Having run a mobile personal training business for years I know how effective simple bodyweight calisthenics can be for helping folks get leaner, fitter and stronger and for a long time I have been extolling their benefits. However, if there is one supplement to bodyweight exercise which I am growing increasingly fond of then it is resistance bands.
These lightweight, durable training tools are taking pride of place in many of my fitness programs and have become regular travel companions when I head abroad. In this article I am going to take a quick look at the main advantages of resistance band training and encourage you to experiment adding them to your own workout regimen.
Whereas dumbbells and kettlebells generate resistance via the physical weight of the object, bands and cables generate resistance through elastic tension. This makes them very light and exceptionally portable. Armed with some bands and your own bodyweight you have a everything you need for a comprehensive full body workout.
Most bands and cables can be hooked up to a door, tree, post or simply pinned down by your own body making them an extremely versatile indoor/outdoor fitness solution. Depending on which set up you choose there are tons of different lower body and upper body movements you can perform including strength exercises, muscle building exercises, endurance exercises, power exercises. assistance exercises, flexibility exercises and rehabilitation exercises.
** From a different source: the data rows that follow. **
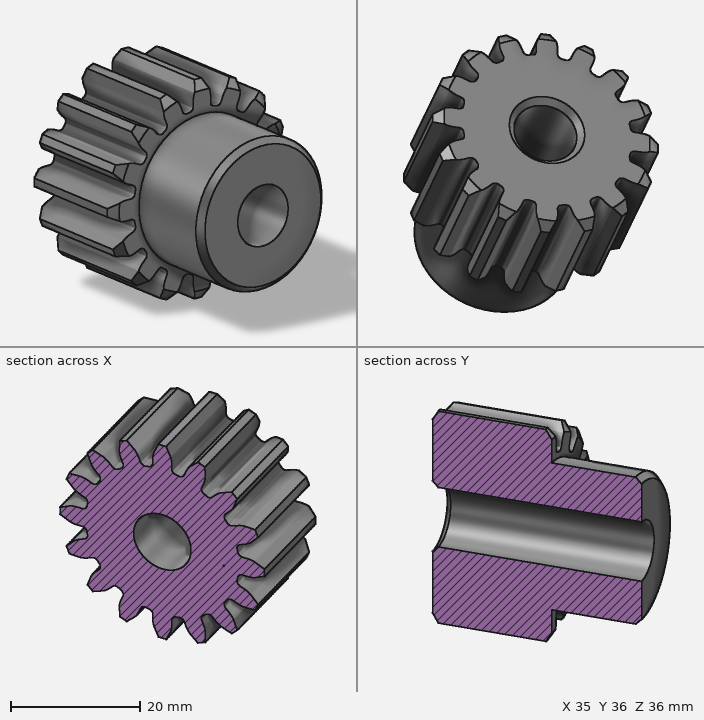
import cadquery as cq
import math


module = 2.0
tooth_count = 16
gear_width = 20.0
pitch_radius = module * tooth_count / 2
tip_radius = pitch_radius + module
dedendum = 1.25 * module
root_radius = pitch_radius - dedendum
tooth_pitch_angle = 2 * math.pi / tooth_count

tip_half_width = 0.69
shoulder_half_width = 1.5
shoulder_height = 16.25
base_half_width = 1.71
base_height = 15.0
root_fillet_radius = 0.8

bevel_length = 1.0
bevel_depth = 1.6

hub_radius = 12.5
hub_length = 15.0
hub_chamfer = 1.0

bore_radius = 5.0
bore_chamfer = 1.0

total_length = gear_width + hub_length


def place(point, tooth_angle):
    """Turn a (sideways, outward) tooth point into its position around the gear."""
    sideways, outward = point
    return (
        sideways * math.cos(tooth_angle) + outward * math.sin(tooth_angle),
        outward * math.cos(tooth_angle) - sideways * math.sin(tooth_angle),
    )


def mirrored(point):
    return (-point[0], point[1])


def on_circle(radius, angle):
    """Point at an angle measured clockwise from straight outward."""
    return (radius * math.sin(angle), radius * math.cos(angle))


tip_corner = (tip_half_width, math.sqrt(tip_radius**2 - tip_half_width**2))
tip_middle = (0, tip_radius)
shoulder = (shoulder_half_width, shoulder_height)
base = (base_half_width, base_height)

flank_run = base_half_width - shoulder_half_width
flank_rise = shoulder_height - base_height
flank_radius = (flank_run**2 + flank_rise**2) / (2 * flank_run)
flank_half_sweep = math.asin(flank_rise / flank_radius) / 2
flank_middle = (
    base_half_width - flank_radius * (1 - math.cos(flank_half_sweep)),
    base_height + flank_radius * math.sin(flank_half_sweep),
)

fillet_centre_x = base_half_width + root_fillet_radius
fillet_angle = math.asin(fillet_centre_x / (root_radius + root_fillet_radius))
fillet_centre_y = (root_radius + root_fillet_radius) * math.cos(fillet_angle)
fillet_half_sweep = (math.pi / 2 - fillet_angle) / 2
fillet_start = (base_half_width, fillet_centre_y)
fillet_middle = (
    fillet_centre_x - root_fillet_radius * math.cos(fillet_half_sweep),
    fillet_centre_y - root_fillet_radius * math.sin(fillet_half_sweep),
)
root_start = on_circle(root_radius, fillet_angle)
root_middle = on_circle(root_radius, tooth_pitch_angle / 2)


def make_toothed_blank():
    outline = cq.Workplane("YZ").moveTo(*mirrored(root_start))
    for tooth in range(tooth_count):
        angle = tooth * tooth_pitch_angle

        def at(point):
            return place(point, angle)

        outline = outline.threePointArc(at(mirrored(fillet_middle)), at(mirrored(fillet_start)))
        outline = outline.lineTo(*at(mirrored(base)))
        outline = outline.threePointArc(at(mirrored(flank_middle)), at(mirrored(shoulder)))
        outline = outline.lineTo(*at(mirrored(tip_corner)))
        outline = outline.threePointArc(at(tip_middle), at(tip_corner))
        outline = outline.lineTo(*at(shoulder))
        outline = outline.threePointArc(at(flank_middle), at(base))
        outline = outline.lineTo(*at(fillet_start))
        outline = outline.threePointArc(at(fillet_middle), at(root_start))

        next_root = place(mirrored(root_start), angle + tooth_pitch_angle)
        outline = outline.threePointArc(at(root_middle), next_root)
    return outline.close().extrude(gear_width)


def make_bevel_envelope():
    """Disc with both rims bevelled; it trims the ends of the teeth."""
    clearance = 1.0
    rim_radius = tip_radius + clearance
    rim_inset = bevel_length * (1 + clearance / bevel_depth)
    profile = [
        (0, 0),
        (0, tip_radius - bevel_depth),
        (rim_inset, rim_radius),
        (gear_width - rim_inset, rim_radius),
        (gear_width, tip_radius - bevel_depth),
        (gear_width, 0),
    ]
    return cq.Workplane("XY").polyline(profile).close().revolve(360, (0, 0, 0), (1, 0, 0))


def make_hub():
    hub = cq.Workplane("YZ").workplane(offset=gear_width).circle(hub_radius).extrude(hub_length)
    return hub.faces(">X").chamfer(hub_chamfer)


def make_bore():
    """Through hole, countersunk at the toothed end."""
    profile = [
        (0, 0),
        (0, bore_radius + bore_chamfer),
        (bore_chamfer, bore_radius),
        (total_length, bore_radius),
        (total_length, 0),
    ]
    return cq.Workplane("XY").polyline(profile).close().revolve(360, (0, 0, 0), (1, 0, 0))


gear = make_toothed_blank().intersect(make_bevel_envelope())
result = gear.union(make_hub()).cut(make_bore())

SUITABLE FOR ALL FITNESS LEVELS
Resistance bands are perfect for the fitness novice yet can also be scaled to the highly advanced. Believe me, working with thick heavy bands is no joke. As with any other form of strength training it is simply a case of choosing the exercises and resistance level appropriate for your level of fitness.
+/- TO BODYWEIGHT EXERCISES
You can use resistance bands to add assistance to certain bodyweight movements like squats, lunges and pull ups. Perfect for the fitness newbie. Conversely you can use bands to add resistance to certain bodyweight movements like push ups. Perfect for the more advanced trainee.
+/- TO WEIGHTED EXERCISES
In a similar vein bands can be used to assist/resist certain movements in the weight room like squats, benches presses, arm curls etc. Proceed with a bit of caution here as the last thing you want is to lose control of a bar and have a resistance band hurtle the weight towards your exposed torso.
KIND ON JOINTS
My joints seem much happier when training with resistance bands. Unlike traditional weight training the resistance applied by a band is not uniform throughout the movement. The more a band is stretched the greater the resistance. From a biomechanical standpoint, your body is often weakest in the starting position of an exercises and strongest as you approach lockout. This biomechanical strength curve is mimicked by resistance bands. When your joints are in a weaker position, the resistance is less. When your joints are in a more favorable position for producing force, the resistance is more.
More of an economical advantage but I purchased my resistance bands over six years ago and, one band aside, they are still all in great condition. During this time they have navigated thousands of tough workouts with myself and my private training clients. That is a pretty good return on investment.